*** The data

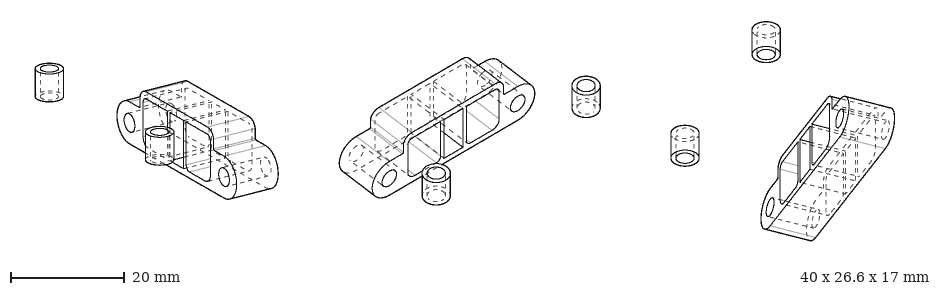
import cadquery as cq

bracket_depth = 8.8
bracket_height = 11.7
hole_spacing = 30.0
hole_diameter = 3.4
end_diameter = 8.0
box_width = 23.4
box_corner_radius = 2.0
corner_overhang = 0.05
foot_fillet_radius = 0.25
bracket_offset_x = -0.1

floor_thickness = 1.2
roof_thickness = 1.35
rib_thickness = 0.8
middle_window_width = 4.4
side_window_width = 7.7
window_top_radius = 1.0
window_bottom_outer_radius = 1.7
window_bottom_inner_radius = 1.0

sleeve_diameter = 5.0
sleeve_bore = 3.2
sleeve_top = 17.0
sleeve_height = 5.3
sleeve_spacing = 40.0 - sleeve_diameter
overall_depth = 26.6

end_radius = end_diameter / 2
window_height = bracket_height - floor_thickness - roof_thickness
window_middle_z = floor_thickness + window_height / 2
side_window_x = middle_window_width / 2 + rib_thickness + side_window_width / 2
sleeve_y = sleeve_diameter / 2 - (overall_depth - bracket_depth)


def block(width, height, x, z):
    """Block centred on x and z, running through the full bracket depth from y = 0."""
    return (
        cq.Workplane("XY")
        .box(width, bracket_depth, height, centered=(True, False, True))
        .translate((x, 0, z))
    )


def make_outer_shape():
    end_centres = [(-hole_spacing / 2, end_radius), (hole_spacing / 2, end_radius)]
    ends = cq.Workplane("XZ").pushPoints(end_centres).circle(end_radius).extrude(-bracket_depth)
    plate = block(hole_spacing, end_diameter, 0, end_radius).union(ends)
    rounded_block = block(box_width + 2 * corner_overhang, bracket_height, 0, bracket_height / 2)
    rounded_block = rounded_block.faces(">Z").edges("|Y").fillet(box_corner_radius)
    box = rounded_block.intersect(block(box_width, bracket_height, 0, bracket_height / 2))
    body = plate.union(box).clean()
    for side in (-1, 1):
        foot_point = (side * box_width / 2, bracket_depth / 2, end_diameter)
        foot_edge = cq.selectors.NearestToPointSelector(foot_point)
        body = body.edges("|Y").edges(foot_edge).fillet(foot_fillet_radius)
    return body


def make_side_window(side):
    """Side window; side is -1 for the left one and 1 for the right one."""
    window = block(side_window_width, window_height, side * side_window_x, window_middle_z)
    outer, inner = (">X", "<X") if side > 0 else ("<X", ">X")
    window = window.faces(">Z").edges(f"|Y and {outer}").fillet(window_top_radius)
    window = window.faces("<Z").edges(f"|Y and {outer}").fillet(window_bottom_outer_radius)
    return window.faces("<Z").edges(f"|Y and {inner}").fillet(window_bottom_inner_radius)


def make_bracket():
    bracket = make_outer_shape()
    bracket = bracket.cut(block(middle_window_width, window_height, 0, window_middle_z))
    for side in (-1, 1):
        bracket = bracket.cut(make_side_window(side))
        hole = (
            cq.Workplane("XZ")
            .center(side * hole_spacing / 2, end_radius)
            .circle(hole_diameter / 2)
            .extrude(-bracket_depth)
        )
        bracket = bracket.cut(hole)
    return bracket.translate((bracket_offset_x, 0, 0))


def make_sleeve(x):
    return (
        cq.Workplane("XY", origin=(x, sleeve_y, sleeve_top - sleeve_height))
        .circle(sleeve_diameter / 2)
        .circle(sleeve_bore / 2)
        .extrude(sleeve_height)
    )


bracket = make_bracket()
sleeves = [make_sleeve(side * sleeve_spacing / 2) for side in (-1, 1)]

result = cq.Compound.makeCompound([bracket.val(), *[sleeve.val() for sleeve in sleeves]])

******

What you will do: Every line of the data is to be transcribed exactly, and no picture is to be included.

Result of the task:
import cadquery as cq

bracket_depth = 8.8
bracket_height = 11.7
hole_spacing = 30.0
hole_diameter = 3.4
end_diameter = 8.0
box_width = 23.4
box_corner_radius = 2.0
corner_overhang = 0.05
foot_fillet_radius = 0.25
bracket_offset_x = -0.1

floor_thickness = 1.2
roof_thickness = 1.35
rib_thickness = 0.8
middle_window_width = 4.4
side_window_width = 7.7
window_top_radius = 1.0
window_bottom_outer_radius = 1.7
window_bottom_inner_radius = 1.0

sleeve_diameter = 5.0
sleeve_bore = 3.2
sleeve_top = 17.0
sleeve_height = 5.3
sleeve_spacing = 40.0 - sleeve_diameter
overall_depth = 26.6

end_radius = end_diameter / 2
window_height = bracket_height - floor_thickness - roof_thickness
window_middle_z = floor_thickness + window_height / 2
side_window_x = middle_window_width / 2 + rib_thickness + side_window_width / 2
sleeve_y = sleeve_diameter / 2 - (overall_depth - bracket_depth)


def block(width, height, x, z):
    """Block centred on x and z, running through the full bracket depth from y = 0."""
    return (
        cq.Workplane("XY")
        .box(width, bracket_depth, height, centered=(True, False, True))
        .translate((x, 0, z))
    )


def make_outer_shape():
    end_centres = [(-hole_spacing / 2, end_radius), (hole_spacing / 2, end_radius)]
    ends = cq.Workplane("XZ").pushPoints(end_centres).circle(end_radius).extrude(-bracket_depth)
    plate = block(hole_spacing, end_diameter, 0, end_radius).union(ends)
    rounded_block = block(box_width + 2 * corner_overhang, bracket_height, 0, bracket_height / 2)
    rounded_block = rounded_block.faces(">Z").edges("|Y").fillet(box_corner_radius)
    box = rounded_block.intersect(block(box_width, bracket_height, 0, bracket_height / 2))
    body = plate.union(box).clean()
    for side in (-1, 1):
        foot_point = (side * box_width / 2, bracket_depth / 2, end_diameter)
        foot_edge = cq.selectors.NearestToPointSelector(foot_point)
        body = body.edges("|Y").edges(foot_edge).fillet(foot_fillet_radius)
    return body


def make_side_window(side):
    """Side window; side is -1 for the left one and 1 for the right one."""
    window = block(side_window_width, window_height, side * side_window_x, window_middle_z)
    outer, inner = (">X", "<X") if side > 0 else ("<X", ">X")
    window = window.faces(">Z").edges(f"|Y and {outer}").fillet(window_top_radius)
    window = window.faces("<Z").edges(f"|Y and {outer}").fillet(window_bottom_outer_radius)
    return window.faces("<Z").edges(f"|Y and {inner}").fillet(window_bottom_inner_radius)


def make_bracket():
    bracket = make_outer_shape()
    bracket = bracket.cut(block(middle_window_width, window_height, 0, window_middle_z))
    for side in (-1, 1):
        bracket = bracket.cut(make_side_window(side))
        hole = (
            cq.Workplane("XZ")
            .center(side * hole_spacing / 2, end_radius)
            .circle(hole_diameter / 2)
            .extrude(-bracket_depth)
        )
        bracket = bracket.cut(hole)
    return bracket.translate((bracket_offset_x, 0, 0))


def make_sleeve(x):
    return (
        cq.Workplane("XY", origin=(x, sleeve_y, sleeve_top - sleeve_height))
        .circle(sleeve_diameter / 2)
        .circle(sleeve_bore / 2)
        .extrude(sleeve_height)
    )


bracket = make_bracket()
sleeves = [make_sleeve(side * sleeve_spacing / 2) for side in (-1, 1)]

result = cq.Compound.makeCompound([bracket.val(), *[sleeve.val() for sleeve in sleeves]])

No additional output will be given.